Attach TLS Decryption Policies to a Main Template

To attach TLS decryption policies to an existing main template:

  1. Go to Configure > SD-WAN > Main Templates.
    The screen displays the configured main templates.
  2. Select the main template for which you want to attach the TLS decryption policy.
  3. Scroll down to the Security section, and then click the edit-icon-blue-on-white.png Edit icon. The screen displays workflow step 7, Security.
  4.  Click the TLS Decryption tab, and then click Add Existing TLS Decryption Policy. 

    edit-main-template-exisitng-tls-decryption-policy.png
  5. Select one or more policies to add to this main template. You can view or remove the selected policies in the right panel.
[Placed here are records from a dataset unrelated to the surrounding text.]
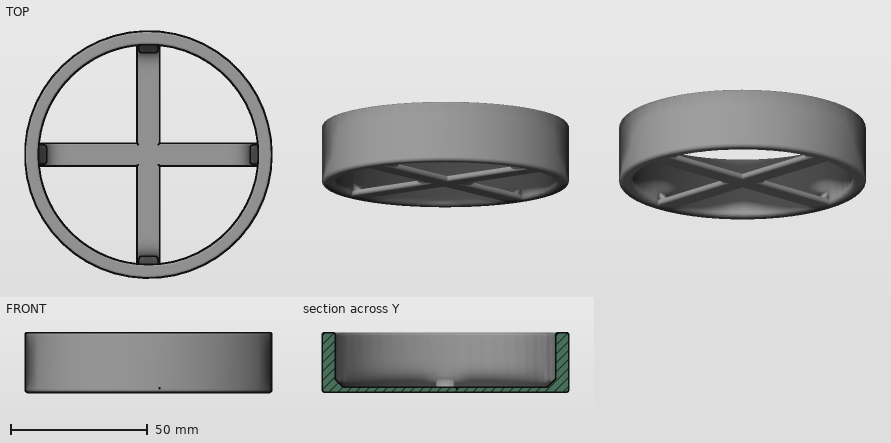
import cadquery as cq

outer_diameter = 90.5
inner_diameter = 80.5
ring_height = 22.0
rim_round = 1.0
base_round = 1.3

arm_width = 8.4
arm_thickness = 2.0
arm_edge_round = 0.6
arm_base_round = 1.0

gusset_reach = 3.0
gusset_height = 3.0
gusset_width = arm_width - 2 * arm_edge_round
gusset_round = 1.0

inner_radius = inner_diameter / 2
wall_middle_diameter = (outer_diameter + inner_diameter) / 2
wall_middle_radius = wall_middle_diameter / 2


def make_ring():
    """Plain ring with its top and bottom edges rounded."""
    ring = cq.Workplane("XY").circle(outer_diameter / 2).circle(inner_radius).extrude(ring_height)
    ring = ring.faces(">Z").edges().fillet(rim_round)
    return ring.faces("<Z").edges().fillet(base_round)


def make_cross():
    """Two crossed arms with rounded top and bottom edges, ending inside the ring wall."""
    lengthwise = cq.Workplane("XY").rect(wall_middle_diameter, arm_width).extrude(arm_thickness)
    crosswise = lengthwise.rotate((0, 0, 0), (0, 0, 1), 90)
    cross = lengthwise.union(crosswise).faces(">Z").edges().fillet(arm_edge_round)
    cross = cross.faces("<Z").edges().fillet(arm_base_round)
    bounds = cq.Workplane("XY").circle(wall_middle_radius).extrude(arm_thickness)
    return cross.intersect(bounds)


def make_gusset():
    """Sloped block on the +X arm, rounded along both sides of its slope."""
    toe = inner_radius - gusset_reach
    top = arm_thickness + gusset_height
    profile = [
        (toe, arm_thickness),
        (inner_radius, top),
        (wall_middle_radius, top),
        (wall_middle_radius, arm_thickness / 2),
        (toe, arm_thickness / 2),
    ]
    gusset = cq.Workplane("XZ").polyline(profile).close().extrude(gusset_width / 2, both=True)
    slope_middle = (inner_radius - gusset_reach / 2, 0, arm_thickness + gusset_height / 2)
    slope = gusset.faces(cq.selectors.NearestToPointSelector(slope_middle))
    return slope.edges("not(|Y)").fillet(gusset_round)


result = make_ring().union(make_cross())
gusset = make_gusset()
for angle in (0, 90, 180, 270):
    result = result.union(gusset.rotate((0, 0, 0), (0, 0, 1), angle))

    tls-decryption-add-existing-to-main-template.png
  6. Click Submit.
  7. Click Skip to review or select step 13, Review & Submit.
  8. Review the information. If you need to make changes, click the edit-icon-blue-on-white.png Edit icon.
  9. Click Submit.

Manage SD-WAN TLS Decryption Policies 

You can perform the following actions on SD-WAN TLS Decryption policies:

  • Edit
  • Clone
  • Delete
  • View references
  • Propagate
  • Compare versions
  • View the audit log
  • Enable and disable auto delete

For information about these actions, see Manage SD-WAN Policies and Profiles.

Supported Software Information

Releases 13.1.1 and later support all content described in this article.